Once, he took her hand to help her up the steps at Boughton’s house, and Boughton winked and said, “‘There are three things which are too wonderful for me, yea, four which I know not,’” and they both laughed a little. She thought to herself, No cussing. But the Reverend could see it bothered her when they talked that way, making jokes they knew she would not understand. So when they were home again he took the Bible off the shelf and showed her the verse: The way of an eagle in the air; the way of a serpent upon a rock; the way of a ship in the midst of the sea; and the way of a man with a maiden. That was the joke. A man with a maiden. They were laughing because he was an old preacher and she was a field hand, or would be if she could just find her way back to that time. And she was old, too. For a woman being old just means not being young, and all the youth had been worked out of her before it had really even set in. So Lila had been old a long time, but not in a way that helped. Well, she knew it was a joke. People were still surprised at him, that he had married her.
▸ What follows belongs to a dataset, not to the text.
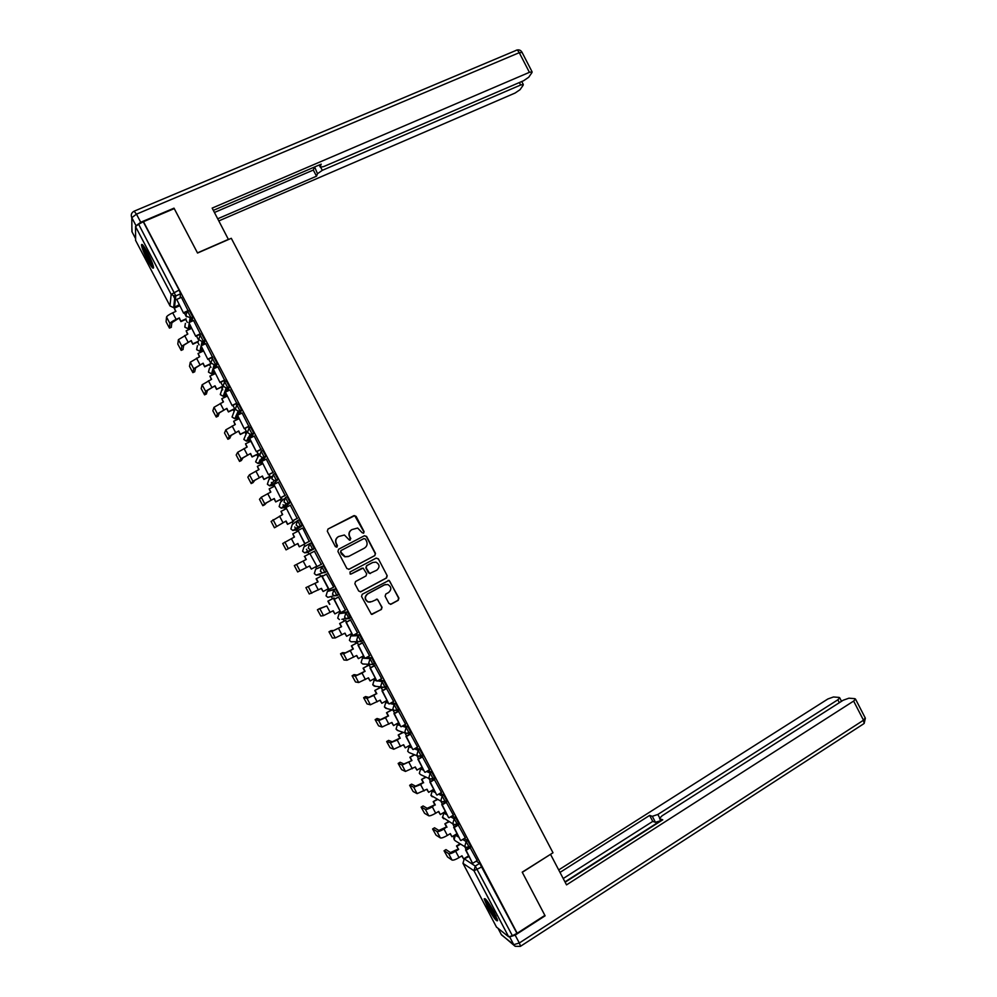 <?xml version="1.0" encoding="UTF-8"?>
<svg xmlns="http://www.w3.org/2000/svg" width="997" height="997" viewBox="0 0 997 997"><rect width="100%" height="100%" fill="white"/><g stroke="black" fill="none" stroke-linecap="round" stroke-linejoin="round"><path stroke-width="1.5" d="M363.631 533.171L364.092 531.638L356.079 516.346L353.898 515.648L328.001 529.033L327.315 531.239L335.403 546.643L336.936 547.129L337.422 545.583L336.375 543.589C335.179 540.636 335.914 538.293 338.556 536.548L344.401 535.003L349.523 540.212L350.807 538.592L349.76 536.61C348.564 533.657 349.286 531.326 351.929 529.594L357.649 528.036L362.098 532.685L363.631 533.171M363.456 533.245L363.83 531.775L354.72 515.648L328.001 529.033M336.774 547.191L336.375 543.589M350.159 540.2L349.76 536.61M457.449 834.477L456.751 834.265M445.846 812.405L445.173 812.219M434.243 790.309L433.595 790.147M350.346 617.779L347.567 611.846L340.613 612.868M327.365 591.445L335.49 588.853L333.87 589.713L336.974 595.608L334.307 595.82L332.475 594.237L333.87 589.713L327.39 591.433L326.044 595.807L327.814 597.34L329.982 596.829M188.919 324.972L189.28 325.683M147.631 252.752C143.83 245.785 141.773 243.193 141.474 244.988C141.91 248.004 143.88 252.964 147.406 259.868C151.183 266.822 153.226 269.402 153.55 267.632C153.152 264.666 151.17 259.706 147.631 252.752M494.113 912.193C488.505 902.16 485.19 897.724 484.181 898.858L487.645 907.332C493.216 917.29 496.531 921.739 497.59 920.655L494.113 912.193M388.942 603.509L391.111 604.182L398.252 600.294L398.912 598.088L389.079 580.354L362.223 594.262L361.55 596.48L371.383 614.302L381.39 609.466L382.05 607.248L377.327 599.197L371.744 601.64L368.304 601.926C364.703 599.533 364.503 596.854 367.694 593.913L384.568 584.828L387.833 584.516C391.522 586.847 391.784 589.514 388.593 592.53L385.802 594.038L385.129 596.243L388.942 603.509M143.481 221.67L174.238 208.61L197.543 253.039L231.292 238.295L552.999 852.771L522.216 872.163L544.885 915.383L517.181 933.242L143.481 221.67L138.633 224.225L175.821 295.935L174.487 307.388L173.74 306.752M374.835 555.591L375.495 553.41L366.597 536.423L364.428 535.738L338.606 549.247L337.921 551.453L346.894 568.552L349.1 569.237L374.835 555.591L375.221 553.509L366.335 536.56L364.341 535.775M378.324 558.794L387.21 575.755L386.549 577.961L360.902 591.732L358.708 591.047L354.87 583.744L355.543 581.525L365.999 575.954L366.672 573.749L363.17 568.103L351.056 574.023L350.184 574.098L349.997 571.991L376.156 558.108L378.324 558.794L387.21 575.755M468.49 856.186L464.241 858.816L469.039 856.535M476.217 861.134L479.657 863.34L475.27 866.069L512.383 935.697L508.682 936.806L496.444 927.036M173.54 296.209L175.385 299.711M185.741 319.439L187.299 322.405M189.069 325.77L189.592 326.779M190.302 328.113L190.651 328.786M197.605 342.033L199.126 344.912M200.858 348.215L201.481 349.399M202.117 350.608L202.541 351.405M209.47 364.603L210.94 367.395M212.635 370.635L213.358 372.006M213.919 373.077L214.405 374M221.309 387.148L222.181 388.793M222.206 388.842L222.742 389.852M224.4 393.03L225.222 394.588M225.708 395.522L226.269 396.582M233.148 409.667L234.033 411.362M236.164 415.4L237.074 417.145M237.498 417.942L238.121 419.126M244.975 432.175L245.885 433.907M247.904 437.758L248.914 439.689M249.262 440.35L249.96 441.671M256.79 454.669L257.712 456.439M259.644 460.091L260.753 462.209M261.027 462.745L261.787 464.178M268.592 477.127L269.539 478.934M271.358 482.411L272.567 484.704M272.779 485.103L273.602 486.673M280.381 499.572L281.353 501.416M283.073 504.706L284.382 507.186M284.519 507.448L285.404 509.143M292.158 521.992L293.155 523.886M294.776 526.977L296.171 529.644M296.246 529.768L297.193 531.588M303.923 544.399L304.945 546.319M306.465 549.222L308.983 554.008M315.7 566.807L316.672 568.651M319.426 573.886L320.735 576.391M327.465 589.202L328.362 590.922M331.316 596.518L332.475 598.736M339.217 611.572L340.052 613.167M343.192 619.149L344.214 621.069M350.969 633.93L351.729 635.388M355.082 641.769L355.929 643.377M362.696 656.263L363.394 657.596M366.958 664.376L367.644 665.672M374.423 678.571L375.059 679.78M378.835 686.97L379.334 687.942M386.126 700.866L386.699 701.95M390.699 709.565L391.023 710.188M397.828 723.137L398.339 724.096M409.518 745.395L409.954 746.217M421.208 767.615L421.569 768.326M517.181 933.242L512.383 935.697M143.468 222.169L179.124 290.065L180.582 293.816L180.058 297.929M179.161 304.77L173.64 307.637L174.936 296.271L180.582 293.891M135.617 240.439L135.517 226.543L138.633 224.225M188.271 311.076L181.404 297.33M200.422 334.207L193.568 320.511M212.56 357.312L205.718 343.678M224.686 380.393L217.869 366.821M236.8 403.461L229.995 389.939M248.901 426.504L242.109 413.032M246.271 431.551L245 428.386M260.99 449.522L254.21 436.113M258.086 454.021L257.114 451.429M273.066 472.528L266.286 459.168M269.888 476.479L269.202 474.447M285.142 495.497L278.325 482.224M281.665 498.924L281.279 497.441M297.193 518.452L290.314 505.28M293.442 521.344L293.355 520.422M309.244 541.383L302.627 528.036L298.078 530.466L304.97 543.589L309.556 541.209M321.283 564.327L314.404 551.229M306.266 559.454L294.327 565.573L306.266 559.454L304.608 556.289L310.266 553.347M326.754 573.973L321.931 576.515L328.798 589.588L333.683 587.158L326.443 574.135M322.629 576.154L322.006 575.718M345.473 610.102L338.457 597.016M334.656 599.047L333.746 598.063M357.537 632.945L350.458 619.872M346.669 621.929L345.473 620.383M369.575 655.789L362.459 642.716M358.683 644.785L357.2 642.691M381.602 678.621L374.436 665.522M370.685 667.616L368.902 664.974M393.591 701.427L386.412 688.329M405.58 724.221L398.376 711.098M417.544 746.99L410.328 733.842M429.508 769.734L422.267 756.573M441.447 792.465L434.193 779.28M453.386 815.172L446.108 801.974M465.3 837.854L458.009 824.644M477.202 860.523L469.899 847.276M464.228 838.514L467.705 840.596L466.147 841.543L469.226 847.388L465.96 847.413L464.839 846.204L466.147 841.543L462.683 839.462M458.807 823.659L455.741 817.814L454.183 818.761L457.424 824.482L454.034 824.644L452.862 823.41L454.183 818.761L450.656 816.817M452.214 815.882L455.741 817.814M440.163 793.238L443.765 795.02L446.806 800.84M428.087 770.581L431.788 772.189L434.804 778.021M415.961 747.912L419.787 749.358L422.79 755.178M403.773 725.255L407.785 726.489L410.764 732.321M391.522 702.611L395.759 703.608L398.725 709.44M379.147 679.991L383.733 680.702L386.662 686.547M366.609 657.434L371.694 657.771L374.585 663.628M353.761 635.014L359.63 634.815L362.484 640.71M335.49 588.853L338.668 594.561L338.108 594.86M315.688 569.162L323.402 565.835L321.782 566.682L324.885 572.59L322.305 572.814L320.373 571.194L321.782 566.682L315.688 569.162L314.329 573.524L316.186 575.095L318.691 574.87L318.118 574.372M314.404 548.699L310.291 549.796L308.26 548.138L309.681 543.639L311.301 542.792L314.404 548.699L306.989 552.587L306.278 551.914M297.58 520.559L299.2 519.736L302.303 525.656L296.844 529.469L292.956 530.529L290.875 528.896L292.258 524.559L296.645 521.257M285.466 497.466L287.074 496.656L290.177 502.575L285.117 507.149L281.328 508.221L279.135 506.551L280.518 502.226L284.02 498.849M273.34 474.348L274.935 473.55L278.088 479.308L271.745 485.626M261.214 451.205L262.797 450.42L265.937 456.19L262.685 460.95M261.837 462.147L259.98 463.256M249.063 428.037L250.633 427.277L253.774 433.059L251.319 437.521M250.06 439.727L248.191 440.873M236.9 404.844L238.47 404.109L241.61 409.904L239.691 414.191M238.271 417.282L236.401 418.466M224.736 381.639L226.282 380.916L229.422 386.724L227.914 390.911M226.481 394.824L224.599 396.046M214.093 357.699L217.234 363.531L216.037 367.669M214.667 372.342L212.797 373.601M201.893 334.456L205.033 340.313L204.098 344.426M202.84 349.835L200.97 351.131M189.667 311.201L192.807 317.071L192.097 321.184M191.013 327.315L189.131 328.636M186.402 316.834L184.308 312.859M470.771 846.428L467.705 840.596M324.885 572.59L326.567 571.555L323.402 565.835M516.72 932.893L479.657 863.34M198.615 340.089L196.471 336.001M210.816 363.307L208.622 359.132M222.705 386.487L216.573 389.378L222.805 386.126L220.761 382.237M234.669 408.708L232.887 405.33M382.661 690.435L381.053 687.382M394.638 713.229L393.03 710.176M406.602 735.998L405.006 732.957M418.553 758.754L416.958 755.726M430.492 781.474L428.922 778.483M442.419 804.18L440.861 801.227M454.333 826.874L452.8 823.946M466.247 849.531L464.727 846.652M351.929 529.594L351.667 529.731C349.037 531.451 348.314 533.781 349.511 536.735M338.556 536.548L338.319 536.673C335.677 538.417 334.942 540.76 336.139 543.714M348.726 569.374L374.548 555.703M365.438 539.053L363.917 538.579L341.261 550.444L340.787 551.989L345.074 556.687L348.925 556.301L364.391 548.151C367.008 546.418 367.719 544.088 366.535 541.147L365.438 539.053M348.314 556.563L344.825 556.8L341.635 554.195L340.538 552.101L341.011 550.556L363.643 538.692M360.353 591.906L386.25 578.036L386.911 575.842M362.073 568.165L351.056 574.023M376.804 570.184C380.019 567.131 379.732 564.452 375.931 562.146L372.766 562.482L366.809 565.648L366.148 567.854L369.638 573.487L376.804 570.184M370.41 573.524L368.404 572.764L365.874 567.941L366.535 565.735L372.479 562.582M378.037 558.893L376.23 558.071M385.478 584.466L384.568 584.828M370.286 602.113L368.03 601.964C364.428 599.583 364.229 596.916 367.407 593.975L384.269 584.903M371.968 614.401L381.091 609.503L381.764 607.298L377.95 600.02L376.392 599.172M390.438 604.369L397.94 600.344L398.601 598.15L389.74 581.226L388.095 580.379M186.015 319.314L180.956 321.595L179.348 317.918L171.908 322.679L171.222 327.328M175.646 311.5L174.226 308.185L175.908 311.376L172.693 312.821C169.041 314.554 166.985 315.949 166.536 317.034L166.088 321.769L169.465 328.113L169.964 323.564C170.425 322.492 172.481 321.096 176.133 319.364L179.348 317.918M180.956 321.595L179.273 318.404M188.371 311.027L183.585 313.183L176.706 299.424L181.454 297.305M183.66 312.672L188.396 310.541M183.585 313.183L176.706 299.424M174.226 308.185L179.684 305.743M181.03 321.109L186.09 318.828M228.463 239.529L212.162 208.099L529.407 72.332L519.263 52.679L136.477 214.156L140.739 222.269L174.014 208.161L197.468 252.889L228.512 239.33M320.735 167.334L322.305 170.337L520.646 85.007L519.375 82.552M322.305 170.337L317.482 173.727L314.666 166.96M217.745 218.767L316.523 176.195L317.482 173.727M218.854 220.898L515.1 93.033L520.06 89.668L523.188 85.169L523.288 84.471L520.646 85.007M319.302 164.966L320.311 167.222L323.813 166.524L523.599 80.732L528.709 77.255L531.974 72.557L532.074 71.809L529.407 72.332M320.211 166.711L321.208 164.144L213.346 210.379M140.739 222.269L136.066 225.746M214.455 212.473L313.32 170.051L314.267 167.546M313.32 170.051L316.523 176.195M509.741 936.868L515.162 935.124L545.11 915.819L522.291 872.313L550.444 854.379M550.606 854.466L566.533 884.875L853.631 701.078L855.501 699.084L854.803 698.648L848.946 698.187L843.188 700.23L662.02 815.833L659.565 818.425L661.023 820.917M565.137 882.22L662.756 819.808L659.964 818.873M839.349 702.673L837.854 699.794L839.736 697.838L839.075 697.414L833.467 696.978L827.871 698.972L558.706 869.92M564.963 881.884L660.737 820.668L655.465 822.326L652.325 816.306L649.645 815.409L560.002 872.412M652.325 816.306L657.858 814.462L659.69 817.976M837.854 699.794L657.858 814.462M655.465 822.326L652.761 821.391L563.205 878.531M652.761 821.391L649.645 815.409M142.783 245.025C143.232 249.1 150.547 264.155 153.488 267.071M153.251 265.987C150.883 264.379 143.269 248.702 143.506 245.91M145.014 248.153L152.441 263.457M497.117 918.773L497.042 918.711C494.524 917.041 486.249 902.584 486.187 899.755M485.439 898.945C486.224 902.983 494.387 917.19 497.453 919.845M487.832 901.874L496.095 916.231M198.266 341.722L192.845 344.214L191.25 340.563L183.772 345.261L182.937 349.573M187.548 334.157L186.14 330.842L187.822 334.032L178.413 339.641L177.79 344.052L181.18 350.383L181.84 346.158L191.25 340.563M192.845 344.214L191.162 341.024M200.522 334.157L195.748 336.338L188.894 322.629L193.63 320.486M195.848 335.864L200.571 333.708M195.748 336.338L188.894 322.629M186.14 330.842L191.574 328.374M192.932 343.766L198.366 341.273M210.604 364.067L204.709 366.809L203.139 363.195L195.636 367.831L194.652 371.806M199.45 356.789L198.029 353.486L199.712 356.677L190.29 362.21L189.492 366.323L192.87 372.629L193.705 368.728L203.139 363.195M204.709 366.809L203.039 363.618M212.673 357.262L207.899 359.468L201.07 345.809L205.793 343.641M208.012 359.032L212.722 356.851M207.899 359.468L201.07 345.809M198.029 353.486L203.45 350.994M204.821 366.385L210.728 363.643M216.698 388.992L215.016 385.814L207.488 390.363L206.342 394.014M211.339 379.408L209.918 376.106L211.601 379.284L202.142 384.767L201.182 388.568L204.559 394.862L205.556 391.273L215.016 385.814M216.573 389.378L214.903 386.2M224.799 380.343L220.038 382.574L213.233 368.977L217.944 366.784M220.175 382.175L224.861 379.969M220.038 382.574L213.233 368.977M209.918 376.106L215.315 373.576M234.544 409.007L228.425 411.935L226.892 408.396L219.328 412.883L218.031 416.21M223.203 402.003L221.795 398.7L223.465 401.878L213.994 407.312L212.86 410.789L216.237 417.058L217.408 413.805L226.892 408.396M228.425 411.935L226.755 408.758M236.925 403.399L232.176 405.667L225.397 392.108L230.083 389.889M232.326 405.293L236.999 403.075M232.176 405.667L225.397 392.108M221.795 398.7L227.179 396.145M228.562 411.587L234.644 408.67M246.384 431.502L240.265 434.455L238.744 430.966L231.154 435.39L229.696 438.381M235.068 424.585L233.659 421.27L235.329 424.46L225.833 429.819L224.524 432.985L227.902 439.253L229.235 436.312L238.744 430.966M240.265 434.455L238.595 431.29M249.051 426.429L244.29 428.735L237.535 415.226L242.209 412.982M244.464 428.398L249.113 426.155M244.29 428.735L237.535 415.226M233.659 421.27L239.018 418.703M240.427 434.144L246.483 431.215M258.211 453.971L252.091 456.975L250.596 453.51L242.969 457.86L241.361 460.527M246.92 447.142L245.511 443.827L247.181 447.005L237.647 452.314L236.189 455.018L239.554 461.412L241.062 458.794L250.596 453.51M252.091 456.975L250.421 453.797M261.164 449.435L256.403 451.778L249.674 438.319L254.322 436.05M256.59 451.479L261.226 449.211M256.403 451.778L249.487 438.63L252.091 434.019L250.21 434.331L247.518 432.511L248.976 428.074L252.091 434.019L253.749 433.209M245.511 443.827L250.858 441.222M252.266 456.688L258.31 453.722M270.05 476.404L263.906 479.457L262.435 476.043L254.771 480.317L253.014 482.66M258.759 469.674L257.351 466.359L259.021 469.537L249.462 474.784L247.842 477.177L251.194 483.557L252.877 481.264L262.435 476.043M263.906 479.457L262.248 476.292M273.278 472.416L268.492 474.796L261.787 461.387L266.423 459.106M268.704 474.535L273.328 472.242M268.492 474.796L261.787 461.387M257.351 466.359L262.685 463.73M264.105 479.208L270.125 476.217M281.902 498.812L275.72 501.927L274.262 498.537L266.573 502.762L264.666 504.769M270.598 492.182L269.178 488.879L270.848 492.057L261.276 497.241L259.482 499.31L262.834 505.691L264.679 503.709L274.262 498.537M275.72 501.927L274.05 498.762M285.416 495.359L280.581 497.802L273.901 484.442L278.524 482.124M280.805 497.578L285.416 495.247M280.581 497.802L273.901 484.442M269.178 488.879L274.487 486.224M275.932 501.715L281.927 498.687M282.413 514.676L281.004 511.374L282.662 514.539L271.109 521.419L274.449 527.787L286.077 521.02L287.734 524.198L293.729 521.132M293.754 521.182L287.51 524.372L285.852 521.207M297.517 518.29L292.644 520.783L285.989 507.461L290.601 505.13M292.894 520.596L297.492 518.241M292.644 520.783L285.989 507.461M281.004 511.374L286.289 508.682M274.449 527.787L286.077 521.02M294.215 537.146L292.806 533.844L294.476 537.009L282.724 543.502L286.064 549.883L297.879 543.49L286.064 549.883M299.549 546.655L305.506 543.564L299.299 546.805L297.879 543.49M299.299 546.805L297.629 543.639M309.556 541.221L304.708 543.739L298.078 530.466M292.806 533.844L298.091 531.127M294.327 565.573L297.667 571.942L309.668 565.935L311.338 569.088L316.585 566.333M311.338 569.088L309.419 566.059M306.017 559.579L304.608 556.289M310.565 553.185L304.347 556.426M310.154 553.447L314.728 551.067L309.88 553.597L317.034 566.558L321.607 564.152M317.034 566.558L309.88 553.597M305.917 587.632L318.055 581.887L305.917 587.632L309.257 593.988L321.458 588.355L323.115 591.508L328.349 588.729M323.115 591.508L321.196 588.492M317.781 581.974L316.124 578.821L322.33 575.593L316.124 578.821M329.097 589.501L322.218 576.416L326.779 574.01M318.055 581.887L316.398 578.721M319.302 608.693L317.432 609.828L320.835 616.009L323.514 615.635L333.222 610.75L334.88 613.915L340.102 611.099M334.88 613.915L332.973 610.887M317.495 609.666L326.742 605.952L319.339 608.681M329.533 604.344L327.876 601.191L334.095 597.963M334.007 597.913L327.876 601.191M338.768 596.854L333.958 599.421L340.824 612.482L334.269 599.359L338.818 596.929M341.136 612.432L345.672 609.99M329.833 604.294L328.175 601.129M330.854 630.702L328.998 631.849L332.412 638.018L335.254 637.955L344.987 633.132L346.644 636.285L351.841 633.456M346.644 636.285L344.738 633.269M329.072 631.674L331.864 631.512L341.597 626.677L333.721 630.503L330.904 630.677M341.286 626.702L339.628 623.549L345.834 620.321M345.647 620.284L339.628 623.549M350.682 619.76L345.984 622.302L352.838 635.351L346.308 622.278L350.832 619.822M353.175 635.338L357.686 632.871M341.597 626.677L339.94 623.524M342.395 652.686L340.55 653.833L343.965 660.002L346.968 660.251L356.739 655.49L358.384 658.643L363.569 655.777M358.384 658.643L356.477 655.627M340.638 653.658L343.591 653.82L350.283 650.729L353.013 649.035L345.448 652.798L342.457 652.661M353.013 649.035L351.368 645.882L357.574 642.666M357.325 642.616L351.368 645.882M362.634 642.616L357.998 645.171L364.84 658.194L358.334 645.171L362.846 642.691M365.189 658.219L369.7 655.727M353.349 649.047L351.692 645.894M353.935 674.657L352.103 675.804L355.518 681.96L358.683 682.534L368.466 677.823L370.124 680.976L375.283 678.085M370.124 680.976L368.217 677.972M352.19 675.63L355.306 676.103L362.036 673.087L364.74 671.342L357.15 675.081L354.01 674.62M364.74 671.342L363.082 668.202L369.289 664.987M369.002 664.912L363.082 668.202M374.585 665.448L369.987 668.002L376.829 681.026L370.348 668.04L374.847 665.535M377.202 681.088L381.689 678.571M365.089 671.392L363.431 668.239M365.45 696.604L363.631 697.75L367.058 703.907L370.386 704.792L380.193 700.143L381.851 703.296L386.998 700.38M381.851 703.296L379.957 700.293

She could see it surprised him, too, sometimes. He told her once when there was a storm a bird had flown into the house. He’d never seen one like it. The wind must have carried it in from some far-off place. He opened all the doors and windows, but it was so desperate to escape that for a while it couldn’t find a way out. “It left a blessing in the house,” he said. “The wildness of it. Bringing the wind inside.” That was just when she began to suspect she was carrying a child, so it frightened her a little to realize that he knew she might leave, that he might even expect her to leave. She only remembered afterward that the first time she crept into bed beside him it had been the dark of the moon. It was the black-haired girl who told her about that, the one who called herself Susanna. She had three or four children, all staying with her sister or her mother, she said, so maybe she didn’t know as much as she thought she did. Still, here Lila was with something more to worry about. The old man could have been telling her she should leave, she didn’t belong in his house. Maybe that’s how a gentleman would say it. If he wanted to, he could say, This was your idea, you’re the one who said I should marry you. Maybe a gentleman couldn’t say it. Sometime he might be angry, though, and forget about his manners, and that would be hard to live with. Doll always said, Just be quiet. Whatever it is, just wait for it to be over. Everything ends sometime. Lila thought, When you know it will end anyway, you can want to be done with it. But if you’re carrying a child, you’d best have a roof over your head. Any fool knows that.
One evening they went to old Boughton’s house and the two men talked about people she didn’t know and things she didn’t understand. What else was there, after all? But she didn’t mind listening. And soon enough they forgot she was listening. They had read about missionaries back from China, about how they had converted hundreds, and that was a drop in the bucket compared to all the people who had never heard a word of the Gospel and probably never would hear one. Boughton said it seemed to him like a terrible loss of souls, if that’s what it was. He was not one to question divine justice, though sometimes he did have to wonder. Anyone would. Which was really not the same as questioning. And the Reverend said, When you think of all the people who lived from Adam to Abraham. Boughton shook his head at the mystery of it. “ We’re a drop in the bucket!” he said. “It’s an easy thing to forget!”